Telescope Peak

Once again we meet.
How many more times?
A score? None?
None can say the future
save that the sun will
expire in as many days
as it has yet counted.
With your peak that
oversees the valley,
that summit which
drew me to its cold embrace,
your flattest of all places
on Earth.
Your terrible heart which
repels all but the few.
You call me back again and again.

At 29,029 feet above sea level, Mt. Everest gets most of the votes for highest mountain on Earth. And rightly so – that elevation is higher than any other referenced to mean sea level. But is height above sea level the only way to describe the height of a mountain? Of course not, you say. Everyone knows that Mauna Kea in Hawaii is the tallest if you measure from the base of the mountain to the summit. Again, quite right.

But there are other measures, such as the furthest from the center of the Earth. Chimborazo in Ecuador takes that honor, even though its height of 20,703 feet above sea level falls considerably short of Everest’s. Is that it? No.

Consider how a human perceives height. We look at a tall thing and judge how high it is from where we’re standing. You can’t see Mauna Kea’s full height, not even close. You’d have to drain the Pacific Ocean to do that. Similarly, where can you gaze at Mt. Everest and view its full vertical majesty? You can’t. You can stand at base camp and look up from 17,598 feet to the summit, a delta of about 11,431 feet. There’s no arguing how impressive that must be but it isn’t Everest’s full measure. Thing is, you don’t need to trek to Nepal to stand and look up to the summit of a tall mountain.

Telescope Peak in Death Valley National Park rises to 11,331 feet above sea level. It’s not even the highest peak in the area. Mt. Whitney, visible from the summit of Telescope Peak, is 14,505 feet. But Telescope Peak looks down its eastern face to the lowest point in the Western Hemisphere, Badwater Basin, at −279 feet. The total relief is 11,610 feet, just short of Everest, at least from base camp. There are even lower points near the Everest massif which would provide even more vertical relief, but you get the picture. Telescope Peak offers a spectacular, world-class view down to the basin and looking up at it from Badwater is awe-inspiring. Photos from a 35 mm camera don’t do justice, particularly the view upwards from the basin.

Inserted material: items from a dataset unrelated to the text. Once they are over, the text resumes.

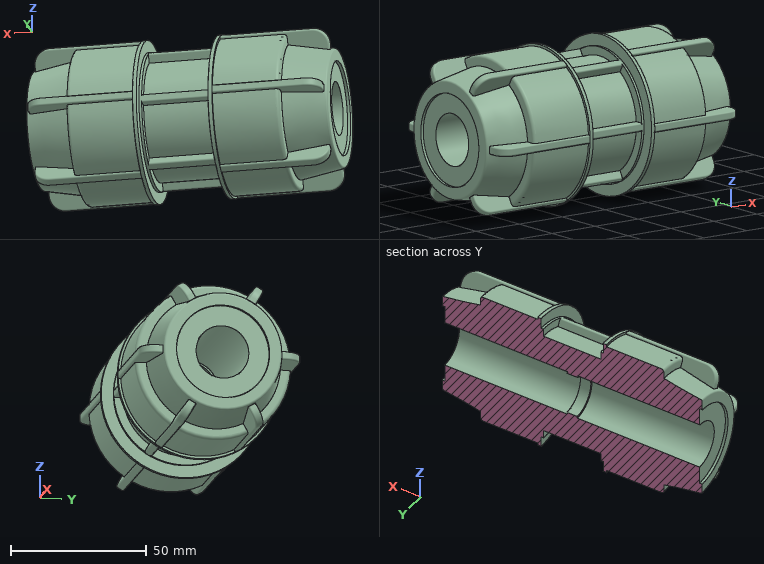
import cadquery as cq

LENGTH = 114.0
HALF_LENGTH = LENGTH / 2

FLANGE_RADIUS = 61.0 / 2
FLANGE_THICKNESS = 1.5
NUT_LENGTH = 43.4
BODY_RADIUS = 29.5
BODY_START = 16.8
BODY_EDGE_FILLET = 1.4
LIP_RADIUS = 22.5
LIP_ROUND = 0.9
CONE_LARGE_RADIUS = 25.4

COLLAR_RADIUS = 51.9 / 2
COLLAR_THICKNESS = 1.0
SLEEVE_RADIUS = 22.6
SLEEVE_HALF_LENGTH = HALF_LENGTH - NUT_LENGTH

RIB_COUNT = 6
RIB_WIDTH = 3.2
RIB_EDGE_FILLET = 0.7
RIB_ROOT_RADIUS = 19.4
NUT_RIB_START = 1.3
NUT_RIB_CORNER = 5.9

RECESS_RADIUS = 35.2 / 2
RECESS_DEPTH = 1.1
SOCKET_RADIUS = 20.0 / 2
STOP_RADIUS = 18.4 / 2
STOP_HALF_LENGTH = 2.3


def nut_body():
    """Revolved nut at the -X end: lip, cone, cylindrical body and flange."""
    end = -HALF_LENGTH
    body_face = end + BODY_START
    flange_face = end + NUT_LENGTH - FLANGE_THICKNESS
    return (
        cq.Workplane("XY")
        .moveTo(end, 0)
        .lineTo(end, LIP_RADIUS - LIP_ROUND)
        .radiusArc((end + LIP_ROUND, LIP_RADIUS), LIP_ROUND)
        .lineTo(body_face, CONE_LARGE_RADIUS)
        .lineTo(body_face, BODY_RADIUS - BODY_EDGE_FILLET)
        .radiusArc((body_face + BODY_EDGE_FILLET, BODY_RADIUS), BODY_EDGE_FILLET)
        .lineTo(flange_face, BODY_RADIUS)
        .lineTo(flange_face, FLANGE_RADIUS)
        .lineTo(end + NUT_LENGTH, FLANGE_RADIUS)
        .lineTo(end + NUT_LENGTH, 0)
        .close()
        .revolve(360, (0, 0, 0), (1, 0, 0))
    )


def ring_of(rib):
    """Copies of a rib spaced evenly around the X axis."""
    ribs = rib
    for index in range(1, RIB_COUNT):
        ribs = ribs.union(rib.rotate((0, 0, 0), (1, 0, 0), index * 360 / RIB_COUNT))
    return ribs


def nut_ribs():
    """Grip ribs flush with the flange, rounded off at the end of the nut."""
    start = -HALF_LENGTH + NUT_RIB_START
    length = NUT_LENGTH - FLANGE_THICKNESS - NUT_RIB_START
    height = FLANGE_RADIUS - RIB_ROOT_RADIUS
    rib = (
        cq.Workplane("XY", origin=(start, RIB_ROOT_RADIUS, -RIB_WIDTH / 2))
        .rect(length, height, centered=False)
        .extrude(RIB_WIDTH)
        .edges("|Z and <X and >Y")
        .fillet(NUT_RIB_CORNER)
        .faces(">Y")
        .edges("|X")
        .fillet(RIB_EDGE_FILLET)
    )
    return ring_of(rib)


def sleeve():
    """Central tube with a collar against each nut and ribs between the nuts."""
    axis_plane = cq.Workplane("YZ", origin=(-SLEEVE_HALF_LENGTH, 0, 0))
    sleeve_length = 2 * SLEEVE_HALF_LENGTH
    tube = axis_plane.circle(SLEEVE_RADIUS).extrude(sleeve_length)
    collar = axis_plane.circle(COLLAR_RADIUS).extrude(COLLAR_THICKNESS)
    rib = (
        cq.Workplane("XY", origin=(0, (COLLAR_RADIUS + RIB_ROOT_RADIUS) / 2, 0))
        .box(sleeve_length, COLLAR_RADIUS - RIB_ROOT_RADIUS, RIB_WIDTH)
        .faces(">Y")
        .edges("|X")
        .fillet(RIB_EDGE_FILLET)
    )
    return tube.union(collar).union(collar.mirror("YZ")).union(ring_of(rib))


def bore():
    """Through bore: end recesses, pipe sockets and a narrower stop at the middle."""
    end_plane = cq.Workplane("YZ", origin=(-HALF_LENGTH, 0, 0))
    recess = end_plane.circle(RECESS_RADIUS).extrude(RECESS_DEPTH)
    socket = end_plane.circle(SOCKET_RADIUS).extrude(HALF_LENGTH - STOP_HALF_LENGTH)
    stop = end_plane.circle(STOP_RADIUS).extrude(LENGTH)
    end_cut = recess.union(socket)
    return stop.union(end_cut).union(end_cut.mirror("YZ"))


nut = nut_body().union(nut_ribs())
result = sleeve().union(nut).union(nut.mirror("YZ")).cut(bore())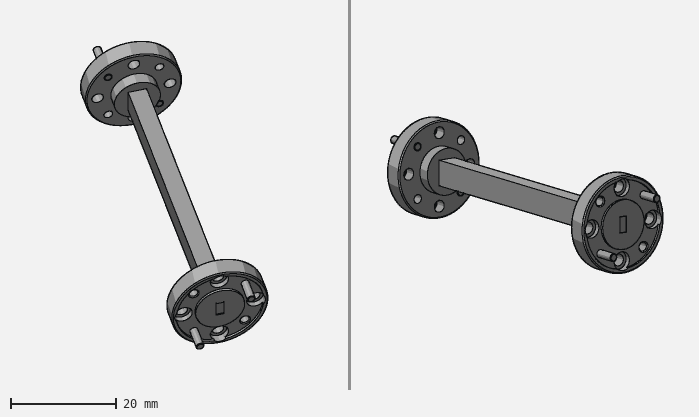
import cadquery as cq
import math

OVERALL_LENGTH = 71.25
PIN_PROTRUSION = 3.9
FLANGE_THICKNESS = 3.9
HUB_LENGTH = 2.4
FLANGE_FACE = OVERALL_LENGTH / 2 - PIN_PROTRUSION
FLANGE_BACK = FLANGE_FACE - FLANGE_THICKNESS
HUB_END = FLANGE_BACK - HUB_LENGTH

FLANGE_RADIUS = 19.0 / 2
FLANGE_CHAMFER = 0.25
HUB_RADIUS = 4.55

LAND_RADIUS = 4.85
RIM_INNER_RADIUS = 8.6
FACE_GROOVE_DEPTH = 0.5

TUBE_WIDTH = 3.6
TUBE_HEIGHT = 5.0
PORT_WIDTH = 1.6
PORT_HEIGHT = 3.1
PORT_DEPTH = 0.25

BOLT_CIRCLE_RADIUS = 14.3 / 2
SCREW_HOLE_RADIUS = 1.15
COUNTERBORE_RADIUS = 1.8
COUNTERBORE_DEPTH = 1.6
SCREW_ANGLES = (0, 90, 180, 270)

PIN_RADIUS = 0.8
PIN_CHAMFER = 0.15
ALIGNMENT_RADIUS = 0.85
COUNTERSINK_RADIUS = 1.1

SIDES = (-1, 1)


def cylinder(x_start, x_end, radius, y=0, z=0):
    """Cylinder along X between two X positions."""
    low, high = min(x_start, x_end), max(x_start, x_end)
    return cq.Workplane("YZ", origin=(low, y, z)).circle(radius).extrude(high - low)


def block(x_start, x_end, width, height):
    """Centred rectangular block along X between two X positions."""
    low, high = min(x_start, x_end), max(x_start, x_end)
    return cq.Workplane("YZ", origin=(low, 0, 0)).rect(width, height).extrude(high - low)


def on_bolt_circle(angle):
    """Y and Z of a bolt-circle position, with the angle measured from +Y toward +Z."""
    turn = math.radians(angle)
    return BOLT_CIRCLE_RADIUS * math.cos(turn), BOLT_CIRCLE_RADIUS * math.sin(turn)


def pin_angles(side):
    """Pin angles on one flange; a half turn about Z carries them to the other flange."""
    return (135, 315) if side < 0 else (45, 225)


def alignment_angles(side):
    """Alignment holes sit where the opposite flange has its pins."""
    return pin_angles(-side)


def countersink(side, y, z):
    """Cone that opens an alignment hole toward the mating face."""
    depth = COUNTERSINK_RADIUS - ALIGNMENT_RADIUS
    floor = FLANGE_FACE - FACE_GROOVE_DEPTH
    mouth = cq.Vector(side * floor, y, z)
    inward = cq.Vector(-side, 0, 0)
    return cq.Workplane(cq.Solid.makeCone(COUNTERSINK_RADIUS, ALIGNMENT_RADIUS, depth, pnt=mouth, dir=inward))


def flange(side):
    """Flange with its hub and all the cuts in its mating face."""
    face = side * FLANGE_FACE
    back = side * FLANGE_BACK
    body = cylinder(back, face, FLANGE_RADIUS).edges().chamfer(FLANGE_CHAMFER)
    body = body.union(cylinder(side * HUB_END, back, HUB_RADIUS))

    groove_floor = side * (FLANGE_FACE - FACE_GROOVE_DEPTH)
    groove = cylinder(groove_floor, face, RIM_INNER_RADIUS).cut(cylinder(groove_floor, face, LAND_RADIUS))
    body = body.cut(groove)
    body = body.cut(block(side * (FLANGE_FACE - PORT_DEPTH), face, PORT_WIDTH, PORT_HEIGHT))

    for angle in SCREW_ANGLES:
        y, z = on_bolt_circle(angle)
        body = body.cut(cylinder(back, face, SCREW_HOLE_RADIUS, y, z))
        counterbore_floor = side * (FLANGE_FACE - COUNTERBORE_DEPTH)
        body = body.cut(cylinder(counterbore_floor, face, COUNTERBORE_RADIUS, y, z))

    for angle in pin_angles(side):
        y, z = on_bolt_circle(angle)
        body = body.cut(cylinder(back, face, PIN_RADIUS, y, z))

    for angle in alignment_angles(side):
        y, z = on_bolt_circle(angle)
        body = body.cut(cylinder(back, face, ALIGNMENT_RADIUS, y, z))
        body = body.cut(countersink(side, y, z))
    return body


def waveguide():
    """Tube with a flange at each end, as one solid."""
    body = block(-HUB_END, HUB_END, TUBE_WIDTH, TUBE_HEIGHT)
    for side in SIDES:
        body = body.union(flange(side))
    return body


def pin(side, angle):
    """Dowel pin, flush with the flange back and chamfered at both ends."""
    y, z = on_bolt_circle(angle)
    body = cylinder(side * FLANGE_BACK, side * OVERALL_LENGTH / 2, PIN_RADIUS, y, z)
    return body.edges("%CIRCLE").chamfer(PIN_CHAMFER)


pins = [pin(side, angle) for side in SIDES for angle in pin_angles(side)]
result = cq.Compound.makeCompound([waveguide().val(), *[dowel.val() for dowel in pins]])

Death Valley National Park is, to me, simply the best place on Earth. All national parks are freakin’ awesome to one degree or more, but DVNP tops them all. I know, I’m nuts for thinking a place that recently reclaimed the record for hottest recorded, verifiable temperature is somewhere you’d want to be, and I know everyone has their own special place or two. Yours probably doesn’t have weather that camps out in the 120’s every year. Yours maybe has, I don’t know, trees.

I’ve seen some spectacular trees in my lifetime – the redwoods, sequoias, bristlecone pines. There are no trees to speak of in Death Valley. Sure, the odd cottonwood grove has found a viable niche in some the few places where water exists, and Furnace Creek and Scotty’s Castle have a bunch of incredibly not natural palm trees that some people apparently thought would be nice. No, this place is about rocks. Glorious rocks, exposed in all their glorious majesty. There are no forests or grasslands or other biologics getting in the way of the rocks. Not many anyway. Death Valley, as with the entire Mojave Desert and Great Basin, is a geologists playground. Here, you can walk up and get personal with eons of planetary history. The mountains have undergone tremendous tectonic stresses, bending, faulting, folding and overturning rocks laid down in times when the region was quite unlike what it is today. Signs of relatively recent volcanism abound. I love it.

My introduction to Death Valley was back when it was still a national monument, having only been promoted to national park status in 1994. The US Navy had me stationed for a while on a ship out of 32nd Street Naval Station in San Diego and because we were in port quite a bit, I took the opportunity to explore Southern California. This was in 1974. My 1967 Chevelle and I ranged as far as San Francisco, Las Vegas, the Sierra Nevada and Death Valley National Monument. I don’t recall much about those times but I know that that was when I became entranced with the Mojave Desert, within which Death Valley lies. The exposed, rugged, utterly forbidding mountains called to me.

Since then, I’ve been back many times. When we lived in Mission Viejo, California, the desert was virtually in our backyard. Death Valley, the Owens Valley, the Sierra, all within a couple of hours.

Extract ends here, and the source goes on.